Kaisar Alkimia dari Dao Divine - MTL - Chapter 323
Bab 323 – Merampok Kebun Obat
Bab 323: Merampok Kebun Obat
Ini bukanlah kebun obat-obatan biasa, melainkan lebih tepatnya pertanian obat-obatan skala besar, karena hanya ada beberapa pohon yang digunakan untuk kayu di sekitarnya, yang dibungkus dengan kain sehingga membentuk dinding yang tidak dapat menghalangi apa pun.
Namun, Ling Han dan Ma Duo Bao sama-sama menunjukkan ekspresi waspada.
Kebun obat ini memiliki pembatasan yang melindunginya.

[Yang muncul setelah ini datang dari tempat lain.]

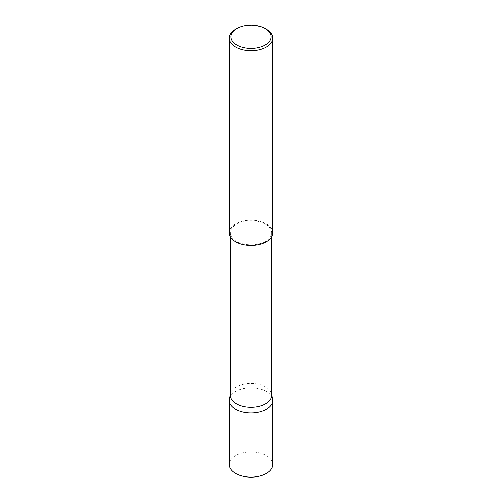 <?xml version="1.0" encoding="UTF-8"?>
<svg xmlns="http://www.w3.org/2000/svg" width="502" height="502" viewBox="0 0 502 502"><rect width="100%" height="100%" fill="white"/><g stroke="black" fill="none" stroke-linecap="round" stroke-linejoin="round"><path stroke-width="0.38" stroke-dasharray="2.51 1.88" d="M229.339 398.801A21.831 12.6 180 0 1 243.922 388.448A21.831 12.6 180 0 1 266.436 391.46A21.831 12.6 180 0 1 272.661 398.801M229.169 464.538A21.831 12.6 180 0 1 242.648 452.898A21.831 12.6 180 0 1 266.436 455.628A21.831 12.6 180 0 1 272.831 464.538M265.665 224.35A20.739 11.973 180 0 1 271.739 232.815A20.739 11.973 180 0 1 258.938 243.878A20.739 11.973 180 0 1 236.335 241.286A20.739 11.973 180 0 1 230.261 232.815A20.739 11.973 180 0 1 243.062 221.752A20.739 11.973 180 0 1 265.665 224.35M230.261 395.325A20.739 11.973 180 0 1 230.424 393.832A20.739 11.973 180 0 1 244.273 383.999A20.739 11.973 180 0 1 265.665 386.86A20.739 11.973 180 0 1 271.576 393.832A20.739 11.973 180 0 1 271.739 395.325M229.169 232.815A21.831 12.606 180 0 1 242.648 221.175A21.831 12.606 180 0 1 266.436 223.905A21.831 12.606 180 0 1 272.831 232.815M235.563 29.191A21.831 12.606 180 0 1 266.436 29.191M271.739 232.815L271.739 236.749M271.576 393.832L271.739 394.578M230.424 393.832L230.261 394.578M230.261 232.815L230.261 236.749"/><path stroke-width="0.75" d="M271.739 394.578L272.661 398.801A21.831 12.6 180 0 1 272.831 400.37A21.831 12.6 180 0 1 259.352 412.016A21.831 12.6 180 0 1 235.563 409.281A21.831 12.6 180 0 1 229.169 400.37A21.831 12.6 180 0 1 229.339 398.801L230.261 394.578M272.831 400.37L272.831 464.538A21.831 12.6 180 0 1 259.352 476.185A21.831 12.6 180 0 1 235.563 473.449A21.831 12.6 180 0 1 229.169 464.538L229.169 400.37M271.739 236.749L271.739 395.325A20.739 11.973 180 0 1 258.938 406.388A20.739 11.973 180 0 1 236.335 403.79A20.739 11.973 180 0 1 230.261 395.325L230.261 236.749M236.737 44.979A20.168 11.646 0 0 0 265.263 44.979A20.168 11.646 0 0 0 265.263 28.507L266.436 29.191A21.831 12.606 180 0 1 272.831 38.102A21.831 12.606 180 0 1 259.352 49.748A21.831 12.606 180 0 1 235.563 47.012A21.831 12.606 180 0 1 229.169 38.102A21.831 12.606 180 0 1 235.563 29.191L236.737 28.507A20.168 11.646 0 0 0 236.737 44.979M272.831 38.102L272.831 232.815A21.831 12.606 180 0 1 259.352 244.461A21.831 12.606 180 0 1 235.563 241.732A21.831 12.606 180 0 1 229.169 232.815L229.169 38.102M266.436 29.191L265.263 28.507A20.168 11.646 0 0 0 236.737 28.507"/></g></svg>

Sekilas mungkin terlihat santai, tetapi sebenarnya tidak demikian—justru penuh dengan bahaya besar.
“Adik Treasure, kenapa kau tidak menjelaskan bagaimana kita bisa menyelinap masuk tanpa menimbulkan keributan?” tanya Ling Han. Kebun obat ini sangat luas, menempati setengah puncak gunung, dan di dalamnya terdapat ladang demi ladang obat spiritual, yang hampir membuatnya ngiler saat melihatnya.
Memang ada beberapa obat spiritual tingkat tinggi, beberapa di antaranya bahkan belum pernah dia lihat di kehidupan sebelumnya.
Lagipula, Sekte Bulan Musim Dingin adalah kekuatan super di wilayah utara.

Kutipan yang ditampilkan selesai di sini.